───── Data to use ─────

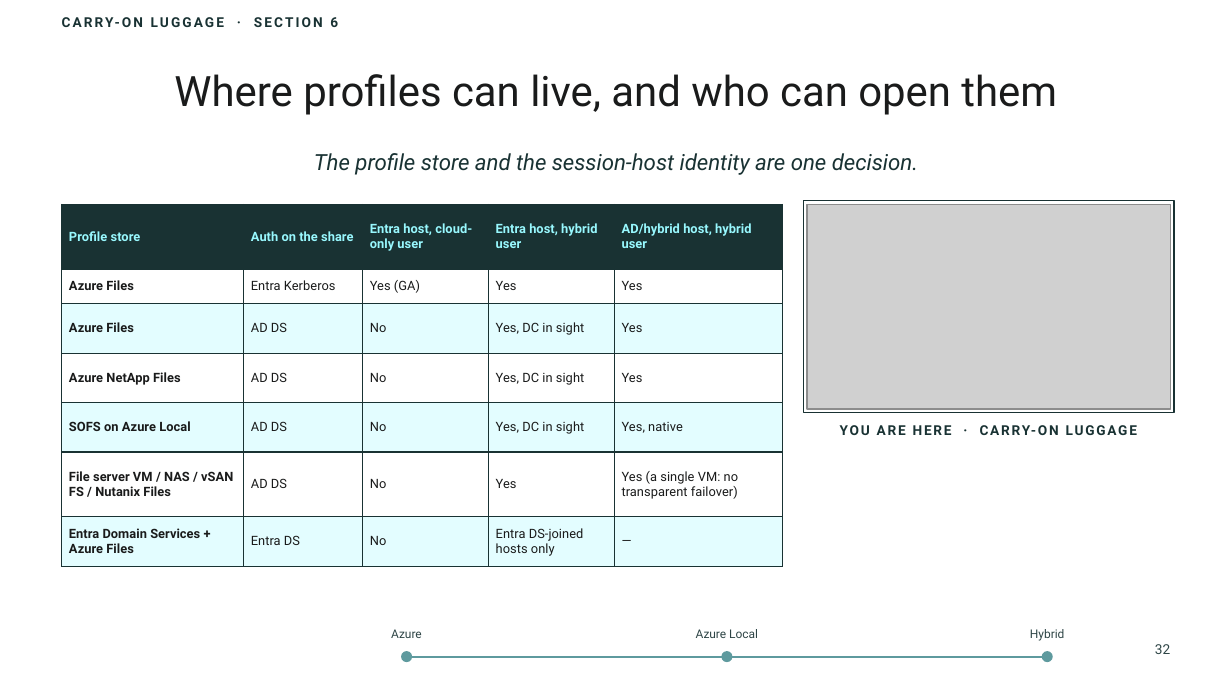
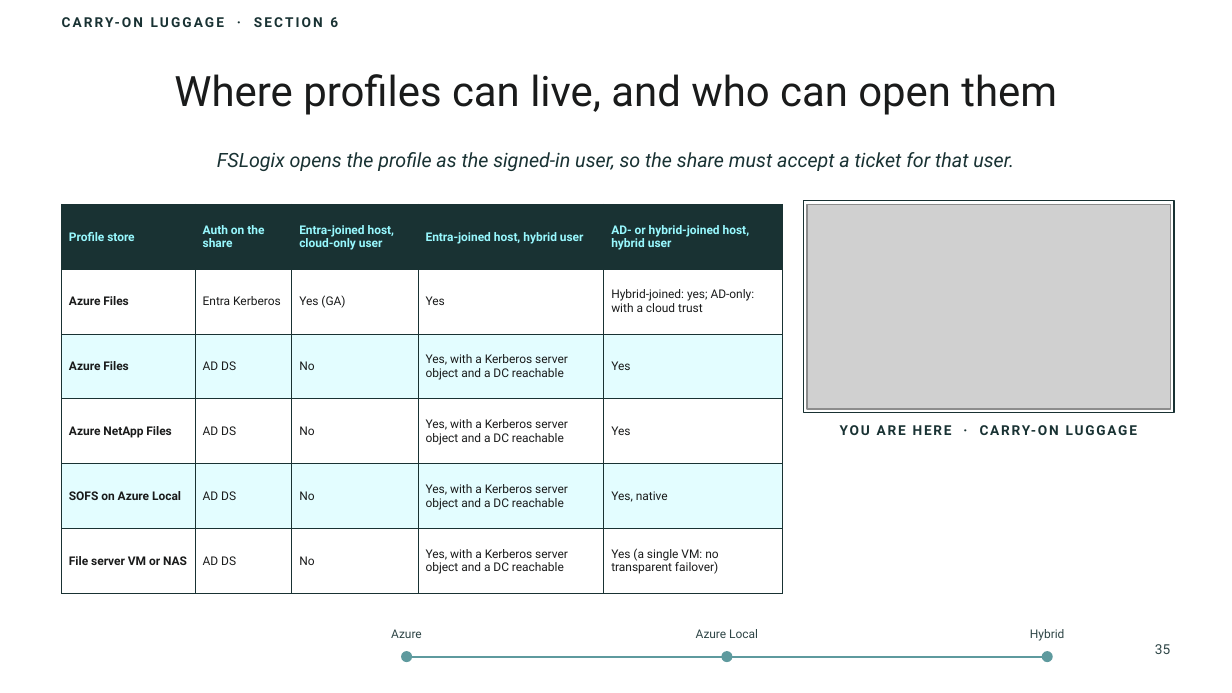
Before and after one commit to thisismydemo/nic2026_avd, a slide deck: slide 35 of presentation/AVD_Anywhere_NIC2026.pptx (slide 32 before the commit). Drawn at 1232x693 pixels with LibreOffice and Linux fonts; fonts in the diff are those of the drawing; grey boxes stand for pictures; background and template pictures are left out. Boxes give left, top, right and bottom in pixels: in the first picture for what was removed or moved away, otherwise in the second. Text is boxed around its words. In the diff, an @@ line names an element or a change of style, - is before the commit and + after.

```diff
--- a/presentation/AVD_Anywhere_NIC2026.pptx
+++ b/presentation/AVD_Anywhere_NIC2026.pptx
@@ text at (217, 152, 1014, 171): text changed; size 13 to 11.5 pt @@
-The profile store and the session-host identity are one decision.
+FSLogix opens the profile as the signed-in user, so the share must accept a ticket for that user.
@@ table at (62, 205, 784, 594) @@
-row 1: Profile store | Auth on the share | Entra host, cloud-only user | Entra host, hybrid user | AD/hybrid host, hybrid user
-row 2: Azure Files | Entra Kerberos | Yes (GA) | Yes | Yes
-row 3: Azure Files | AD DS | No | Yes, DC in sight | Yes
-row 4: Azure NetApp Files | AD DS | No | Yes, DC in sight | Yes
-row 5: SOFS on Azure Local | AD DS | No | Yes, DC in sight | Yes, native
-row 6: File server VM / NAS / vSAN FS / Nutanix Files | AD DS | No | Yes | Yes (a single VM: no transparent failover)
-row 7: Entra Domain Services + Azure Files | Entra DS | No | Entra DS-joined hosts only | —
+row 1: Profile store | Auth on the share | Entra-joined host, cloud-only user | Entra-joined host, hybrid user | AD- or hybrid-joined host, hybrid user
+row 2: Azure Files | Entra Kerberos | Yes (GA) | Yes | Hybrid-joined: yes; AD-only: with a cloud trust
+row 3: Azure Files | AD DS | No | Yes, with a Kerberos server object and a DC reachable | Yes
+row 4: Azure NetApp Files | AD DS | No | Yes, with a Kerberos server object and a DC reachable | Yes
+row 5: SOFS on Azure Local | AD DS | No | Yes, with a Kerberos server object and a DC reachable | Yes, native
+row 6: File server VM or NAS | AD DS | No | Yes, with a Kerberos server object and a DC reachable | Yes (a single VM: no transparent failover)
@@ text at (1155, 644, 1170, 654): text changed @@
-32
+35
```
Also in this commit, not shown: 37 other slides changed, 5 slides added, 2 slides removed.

─────

# Brief:
Take from the listing every line in which the word "native" appears.

# Answer area:
-row 5: SOFS on Azure Local | AD DS | No | Yes, DC in sight | Yes, native
+row 5: SOFS on Azure Local | AD DS | No | Yes, with a Kerberos server object and a DC reachable | Yes, native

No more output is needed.